Action: Another important part to ACT is living by one’s values. I’m going to deal with that in my next blog post. The idea of action is the third component to the first part of ACT. Having defused from one’s unhelpful thoughts and expanded to allow room for whatever one’s emotions are, one commits to a course of action doing something one values or working towards a goal that allows one to live by one’s values, and giving it one’s full attention.

The most frequent situation in which I use ACT is when I’m out and about and feeling nervous. I simply commit to continue what I’m doing. I value being able to get out, after having experienced agoraphobia. Even though my mind is telling me that I’m going to have a panic attack and die and my heart is trying to beat its way out of my chest, I choose to commit to being wherever it is that I am and doing whatever it is that I’m doing. Furthermore, I try to notice all that is going on in that situation. I do so by sense. I focus on what I can see, hear, smell, taste and feel, depending on what I’m doing. Of course, thoughts and emotions always come and go. I try my best to let them do so without engaging.

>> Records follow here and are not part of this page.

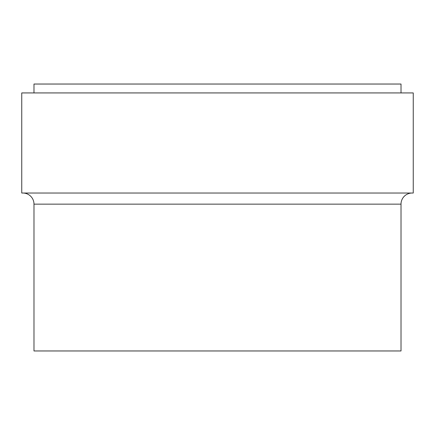 <?xml version="1.0" encoding="UTF-8"?>
<svg xmlns="http://www.w3.org/2000/svg" width="435" height="435" viewBox="0 0 435 435"><rect width="100%" height="100%" fill="white"/><g stroke="black" fill="none" stroke-linecap="round" stroke-linejoin="round"><path stroke-width="0.65" d="M33.984 204.151L33.984 350.963L401.016 350.963L401.016 204.151L33.984 204.151A11.12 11.12 0 0 0 22.865 193.031M401.016 92.932L401.016 84.037L33.984 84.037L33.984 92.932M412.135 193.031A11.12 11.12 0 0 0 401.016 204.151M413.25 92.932L21.75 92.932L21.75 193.031L413.25 193.031L413.25 92.932"/></g></svg>
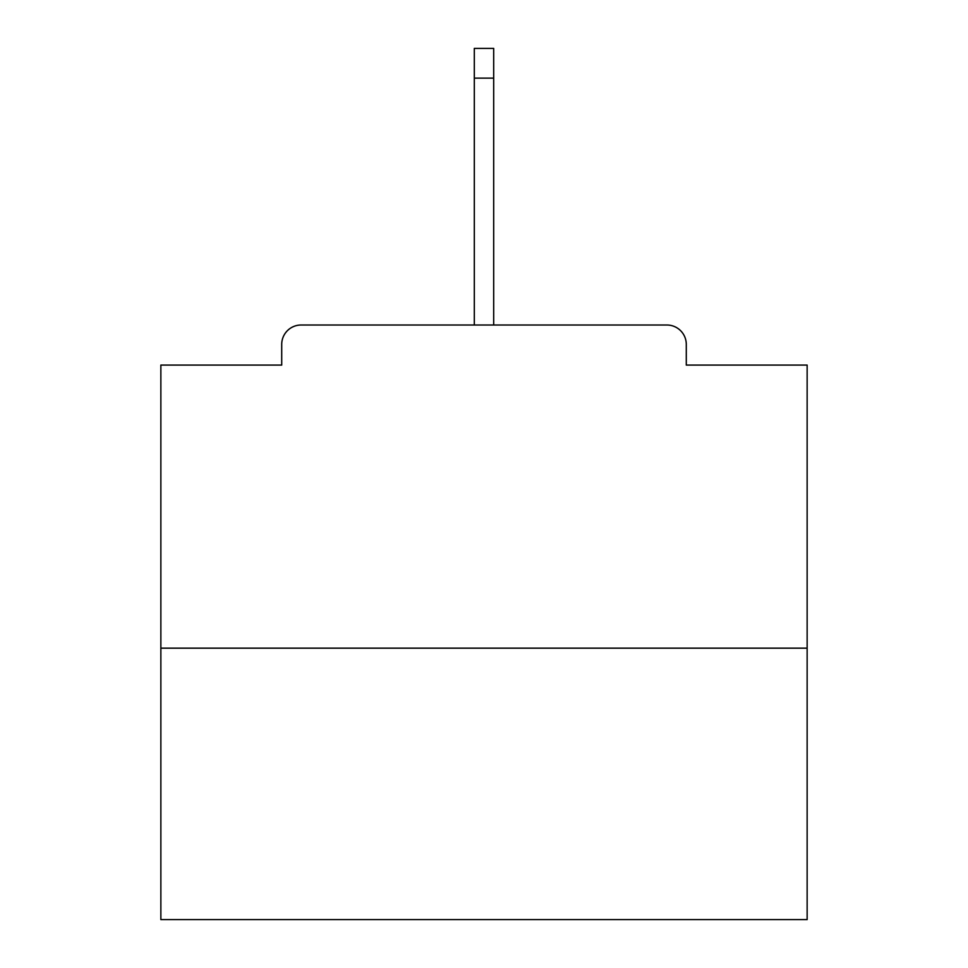<?xml version="1.0" encoding="UTF-8"?>
<svg xmlns="http://www.w3.org/2000/svg" width="968" height="968" viewBox="0 0 968 968"><rect width="100%" height="100%" fill="white"/><g stroke="black" fill="none" stroke-linecap="round" stroke-linejoin="round"><path stroke-width="1.45" d="M686.288 365.081L686.288 344.402L686.288 365.081L807.143 365.081L807.143 919.6L160.857 919.6L160.857 365.081L281.712 365.081L281.712 344.402L281.712 365.081M807.143 648.161L160.857 648.161M686.288 344.402A19.384 19.384 0 0 0 666.904 325.018L301.096 325.018A19.384 19.384 0 0 0 281.712 344.402M666.904 325.018L566.728 325.018M401.272 325.018L301.096 325.018M493.692 78.13L474.308 78.13L474.308 48.4L493.692 48.4L493.692 325.018M474.308 78.13L474.308 325.018"/></g></svg>
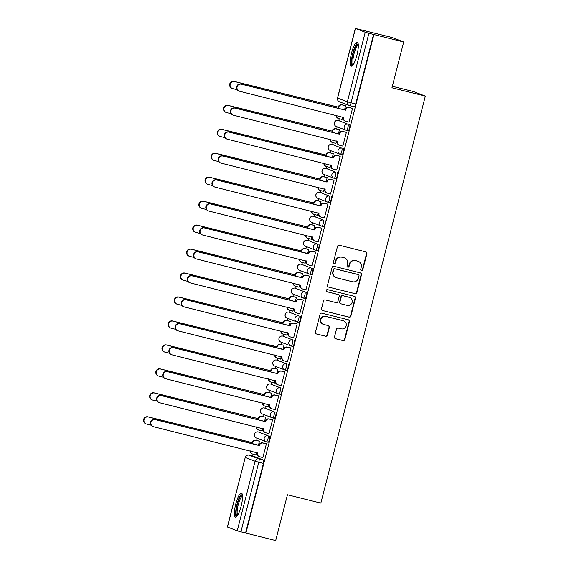 <?xml version="1.0" encoding="UTF-8"?>
<svg xmlns="http://www.w3.org/2000/svg" width="569" height="569" viewBox="0 0 569 569"><rect width="100%" height="100%" fill="white"/><g stroke="black" fill="none" stroke-linecap="round" stroke-linejoin="round"><path stroke-width="0.85" d="M361.471 270.56A1.088 1.06 111 0 0 362.773 269.763L366.884 253.746A1.558 1.515 111 0 0 365.803 251.868L339.352 245.26A1.558 1.515 111 0 0 337.495 246.405L333.384 262.423A1.088 1.06 111 0 0 334.138 263.732A1.088 1.06 111 0 0 335.44 262.935L335.973 260.865A4.986 4.844 111 0 1 341.912 257.216L344.117 257.764A4.986 4.844 111 0 1 347.581 263.76L347.047 265.837A1.088 1.06 111 0 0 347.808 267.146A1.088 1.06 111 0 0 349.11 266.349L349.636 264.279A4.986 4.844 111 0 1 355.582 260.623L357.787 261.178A4.986 4.844 111 0 1 361.251 267.174L360.718 269.251A1.088 1.06 111 0 0 361.471 270.56M361.187 270.439A1.088 1.06 111 0 0 362.425 269.628L366.543 253.61A1.558 1.515 111 0 0 365.796 251.868M333.854 263.618A1.088 1.06 111 0 0 335.091 262.8L335.625 260.73L335.973 260.865M347.517 267.025A1.088 1.06 111 0 0 348.761 266.214L349.295 264.144L349.636 264.279M259.891 432.348A3.172 0.733 -76 0 0 259.869 432.34A3.172 0.733 -76 0 0 259.848 432.333L258.219 431.928A3.172 0.733 104 0 1 258.241 431.935L268.027 435.69A3.172 0.733 104 0 1 267.942 438.984A3.172 0.733 104 0 1 266.47 441.843A3.172 0.733 104 0 1 266.448 441.836A3.172 3.087 -69 0 1 264.244 438.016A3.172 3.087 -69 0 1 268.027 435.69L258.241 431.935A3.172 3.087 111 0 0 254.457 434.254A3.172 3.087 -69 0 0 256.313 437.966L266.1 441.722A3.172 3.172 0 0 0 266.47 441.843L268.113 442.255A3.172 0.733 -76 0 0 268.113 442.255A3.172 0.733 -76 0 0 269.585 439.396A3.172 0.733 -76 0 0 269.67 436.103M266.043 408.386A3.172 0.733 -76 0 0 266.022 408.378A3.172 0.733 -76 0 0 266 408.371L264.372 407.966A3.172 0.733 104 0 1 264.393 407.973L274.18 411.728A3.172 0.733 104 0 1 274.087 415.021A3.172 0.733 104 0 1 272.622 417.881A3.172 0.733 104 0 1 272.601 417.874A3.172 3.087 -69 0 1 270.396 414.054A3.172 3.087 -69 0 1 274.18 411.728L264.393 407.973A3.172 3.087 111 0 0 260.609 410.299A3.172 3.087 -69 0 0 262.465 414.004L272.252 417.767A3.172 3.172 0 0 0 272.622 417.881L274.265 418.293A3.172 0.733 -76 0 0 274.265 418.293A3.172 0.733 -76 0 0 275.737 415.434A3.172 0.733 -76 0 0 275.823 412.141M272.195 384.424A3.172 0.733 -76 0 0 272.174 384.416A3.172 0.733 -76 0 0 272.153 384.416L270.524 384.004A3.172 0.733 104 0 1 270.545 384.011L280.332 387.774A3.172 0.733 104 0 1 280.24 391.067A3.172 0.733 104 0 1 278.774 393.919A3.172 0.733 104 0 1 278.753 393.912A3.172 3.087 -69 0 1 276.548 390.092A3.172 3.087 -69 0 1 280.332 387.774L270.545 384.011A3.172 3.087 111 0 0 266.761 386.337A3.172 3.087 -69 0 0 268.618 390.05L278.405 393.805A3.172 3.172 0 0 0 278.774 393.919L280.396 394.324A3.172 0.733 -76 0 0 280.417 394.331A3.172 0.733 -76 0 0 281.89 391.479A3.172 0.733 -76 0 0 281.975 388.179M278.348 360.462A3.172 0.733 -76 0 0 278.326 360.454A3.172 0.733 -76 0 0 278.305 360.454L276.676 360.049A3.172 0.733 104 0 1 276.698 360.056L286.484 363.811A3.172 0.733 104 0 1 286.392 367.105A3.172 0.733 104 0 1 284.927 369.964A3.172 0.733 104 0 1 284.905 369.957A3.172 3.087 -69 0 1 282.701 366.137A3.172 3.087 -69 0 1 286.484 363.811L276.698 360.056A3.172 3.087 111 0 0 272.914 362.375A3.172 3.087 -69 0 0 274.77 366.087L284.557 369.843A3.172 3.172 0 0 0 284.927 369.964L286.548 370.369A3.172 0.733 -76 0 0 286.57 370.369A3.172 0.733 -76 0 0 288.042 367.517A3.172 0.733 -76 0 0 288.127 364.224M284.5 336.507A3.172 0.733 -76 0 0 284.479 336.499A3.172 0.733 -76 0 0 284.457 336.492L282.829 336.087A3.172 0.733 104 0 1 282.85 336.094L292.63 339.849A3.172 0.733 104 0 1 292.544 343.143A3.172 0.733 104 0 1 291.072 346.002A3.172 0.733 104 0 1 291.058 345.995A3.172 3.087 -69 0 1 288.853 342.175A3.172 3.087 -69 0 1 292.63 339.849L282.85 336.094A3.172 3.087 111 0 0 279.066 338.42A3.172 3.087 -69 0 0 280.922 342.125L290.709 345.881A3.172 3.172 0 0 0 291.072 346.002L292.701 346.407A3.172 0.733 -76 0 0 292.722 346.414A3.172 0.733 -76 0 0 294.194 343.555A3.172 0.733 -76 0 0 294.28 340.262M290.645 312.545A3.172 0.733 -76 0 0 290.631 312.537A3.172 0.733 -76 0 0 290.61 312.53L288.981 312.125A3.172 0.733 104 0 1 289.002 312.132L298.782 315.887A3.172 0.733 104 0 1 298.697 319.188A3.172 0.733 104 0 1 297.224 322.04A3.172 0.733 104 0 1 297.21 322.033A3.172 3.087 -69 0 1 295.005 318.213A3.172 3.087 -69 0 1 298.782 315.887L289.002 312.132A3.172 3.087 111 0 0 285.218 314.458A3.172 3.087 -69 0 0 287.075 318.163L296.862 321.926A3.172 3.172 0 0 0 297.224 322.04L298.853 322.445A3.172 0.733 -76 0 0 298.874 322.452A3.172 0.733 -76 0 0 300.347 319.593A3.172 0.733 -76 0 0 300.432 316.3M296.798 288.583A3.172 0.733 -76 0 0 296.783 288.575A3.172 0.733 -76 0 0 296.762 288.575L295.133 288.163A3.172 0.733 104 0 1 295.155 288.17L304.934 291.933A3.172 0.733 104 0 1 304.849 295.226A3.172 0.733 104 0 1 303.377 298.078A3.172 0.733 104 0 1 303.362 298.071A3.172 3.087 -69 0 1 301.15 294.251A3.172 3.087 -69 0 1 304.934 291.933L295.155 288.17A3.172 3.087 111 0 0 291.371 290.496A3.172 3.087 -69 0 0 293.227 294.209L303.007 297.964A3.172 3.172 0 0 0 303.377 298.078L305.005 298.483A3.172 0.733 -76 0 0 305.027 298.49A3.172 0.733 -76 0 0 306.499 295.638A3.172 0.733 -76 0 0 306.584 292.345M302.95 264.621A3.172 0.733 -76 0 0 302.936 264.621A3.172 0.733 -76 0 0 302.914 264.613L301.286 264.208A3.172 0.733 104 0 1 301.307 264.215L311.087 267.971A3.172 0.733 104 0 1 311.001 271.264A3.172 0.733 104 0 1 309.529 274.123A3.172 0.733 104 0 1 309.508 274.116A3.172 3.087 -69 0 1 307.303 270.296A3.172 3.087 -69 0 1 311.087 267.971L301.307 264.215A3.172 3.087 111 0 0 297.523 266.534A3.172 3.087 -69 0 0 299.379 270.247L309.159 274.002A3.172 3.172 0 0 0 309.529 274.123L311.158 274.528A3.172 0.733 -76 0 0 311.179 274.528A3.172 0.733 -76 0 0 312.651 271.676A3.172 0.733 -76 0 0 312.737 268.383M309.102 240.666A3.172 0.733 -76 0 0 309.081 240.659A3.172 0.733 -76 0 0 309.067 240.651L307.438 240.246A3.172 0.733 104 0 1 307.459 240.253L317.239 244.009A3.172 0.733 104 0 1 317.153 247.302A3.172 0.733 104 0 1 315.681 250.161A3.172 0.733 104 0 1 315.66 250.154A3.172 3.087 -69 0 1 313.455 246.334A3.172 3.087 -69 0 1 317.239 244.009L307.459 240.253A3.172 3.087 111 0 0 303.675 242.579A3.172 3.087 -69 0 0 305.532 246.285L315.311 250.047A3.172 3.172 0 0 0 315.681 250.161L317.31 250.566A3.172 0.733 -76 0 0 317.331 250.573A3.172 0.733 -76 0 0 318.804 247.714A3.172 0.733 -76 0 0 318.889 244.421M315.254 216.704A3.172 0.733 -76 0 0 315.233 216.697A3.172 0.733 -76 0 0 315.219 216.697L313.59 216.284A3.172 0.733 104 0 1 313.611 216.291L323.391 220.054A3.172 0.733 104 0 1 323.306 223.347A3.172 0.733 104 0 1 321.834 226.199A3.172 0.733 104 0 1 321.812 226.192A3.172 3.087 -69 0 1 319.607 222.372A3.172 3.087 -69 0 1 323.391 220.054L313.611 216.291A3.172 3.087 111 0 0 309.828 218.617A3.172 3.087 -69 0 0 311.684 222.323L321.464 226.085A3.172 3.172 0 0 0 321.834 226.199L323.462 226.604A3.172 0.733 -76 0 0 323.484 226.611A3.172 0.733 -76 0 0 324.956 223.752A3.172 0.733 -76 0 0 325.041 220.459M321.407 192.742A3.172 0.733 -76 0 0 321.385 192.735A3.172 0.733 -76 0 0 321.364 192.735L319.742 192.329A3.172 0.733 104 0 1 319.764 192.329L329.543 196.092A3.172 0.733 104 0 1 329.458 199.385A3.172 0.733 104 0 1 327.986 202.237A3.172 0.733 104 0 1 327.964 202.237A3.172 3.087 -69 0 1 325.76 198.417A3.172 3.087 -69 0 1 329.543 196.092L319.764 192.329A3.172 3.087 111 0 0 315.98 194.655A3.172 3.087 -69 0 0 317.836 198.368L327.616 202.123A3.172 3.172 0 0 0 327.986 202.237L329.615 202.642A3.172 0.733 -76 0 0 329.636 202.649A3.172 0.733 -76 0 0 331.108 199.797A3.172 0.733 -76 0 0 331.194 196.504M327.559 168.78A3.172 0.733 -76 0 0 327.538 168.78A3.172 0.733 -76 0 0 327.516 168.773L325.895 168.367A3.172 0.733 104 0 1 325.916 168.374L335.696 172.13A3.172 0.733 104 0 1 335.61 175.423A3.172 0.733 104 0 1 334.138 178.282A3.172 0.733 104 0 1 334.117 178.275A3.172 3.087 -69 0 1 331.912 174.455A3.172 3.087 -69 0 1 335.696 172.13L325.916 168.374A3.172 3.087 111 0 0 322.132 170.693A3.172 3.087 -69 0 0 323.989 174.406L333.768 178.161A3.172 3.172 0 0 0 334.138 178.282L335.767 178.687A3.172 0.733 -76 0 0 335.788 178.694A3.172 0.733 -76 0 0 337.253 175.835A3.172 0.733 -76 0 0 337.346 172.542M333.711 144.825A3.172 0.733 -76 0 0 333.69 144.818A3.172 0.733 -76 0 0 333.669 144.811L332.047 144.405A3.172 0.733 104 0 1 332.068 144.412L341.848 148.168A3.172 0.733 104 0 1 341.763 151.461A3.172 0.733 104 0 1 340.29 154.32A3.172 0.733 104 0 1 340.269 154.313A3.172 3.087 -69 0 1 338.064 150.493A3.172 3.087 -69 0 1 341.848 148.168L332.068 144.412A3.172 3.087 111 0 0 328.285 146.738A3.172 3.087 -69 0 0 330.141 150.444L339.921 154.206A3.172 3.172 0 0 0 340.29 154.32L341.941 154.732A3.172 0.733 -76 0 0 341.941 154.732A3.172 0.733 -76 0 0 343.406 151.873A3.172 0.733 -76 0 0 343.498 148.58M339.864 120.863A3.172 0.733 -76 0 0 339.842 120.856A3.172 0.733 -76 0 0 339.821 120.856L338.199 120.443A3.172 0.733 104 0 1 338.214 120.45L348 124.213A3.172 0.733 104 0 1 347.915 127.506A3.172 0.733 104 0 1 346.443 130.358A3.172 0.733 104 0 1 346.421 130.351A3.172 3.087 -69 0 1 344.217 126.531A3.172 3.087 -69 0 1 348 124.213L338.214 120.45A3.172 3.087 111 0 0 334.437 122.776A3.172 3.087 -69 0 0 336.293 126.482L346.073 130.244A3.172 3.172 0 0 0 346.443 130.358L348.072 130.763A3.172 0.733 -76 0 0 348.093 130.77A3.172 0.733 -76 0 0 349.558 127.911A3.172 0.733 -76 0 0 349.643 124.618M356.934 55.214A12.376 2.866 -76 0 0 357.232 42.17A12.376 2.866 -76 0 0 351.535 53.137A12.376 2.866 -76 0 0 351.237 66.182A12.376 2.866 -76 0 0 356.934 55.214M241.149 506.154A12.376 2.866 -76 0 0 241.448 493.117A12.376 2.866 -76 0 0 235.758 504.084A12.376 2.866 -76 0 0 235.452 517.121A12.376 2.866 -76 0 0 241.149 506.154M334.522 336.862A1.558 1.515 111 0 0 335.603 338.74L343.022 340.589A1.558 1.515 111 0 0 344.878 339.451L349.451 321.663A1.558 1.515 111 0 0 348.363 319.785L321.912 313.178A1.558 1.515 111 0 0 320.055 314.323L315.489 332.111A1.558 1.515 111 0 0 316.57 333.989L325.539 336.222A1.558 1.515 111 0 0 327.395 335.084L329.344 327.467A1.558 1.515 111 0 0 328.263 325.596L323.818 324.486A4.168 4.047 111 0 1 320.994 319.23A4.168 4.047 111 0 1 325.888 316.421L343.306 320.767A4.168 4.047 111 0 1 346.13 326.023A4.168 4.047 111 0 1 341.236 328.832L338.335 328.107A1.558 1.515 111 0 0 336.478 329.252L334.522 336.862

We can’t help what we think or feel; all we can do is defuse from our thoughts and expand for our emotions. We can, however, control what we do and how we do it. There will always be “unhelpful” thoughts and “negative” emotions, over which we have no control. To be able to walk out the front door, say no to another drink, walk away from a futile argument with a loved one, say no to that chocolate cake because your doctor has told you that you’re morbidly obese and you want to be around to see your kids reach adulthood are actions which can be chosen to live one’s values.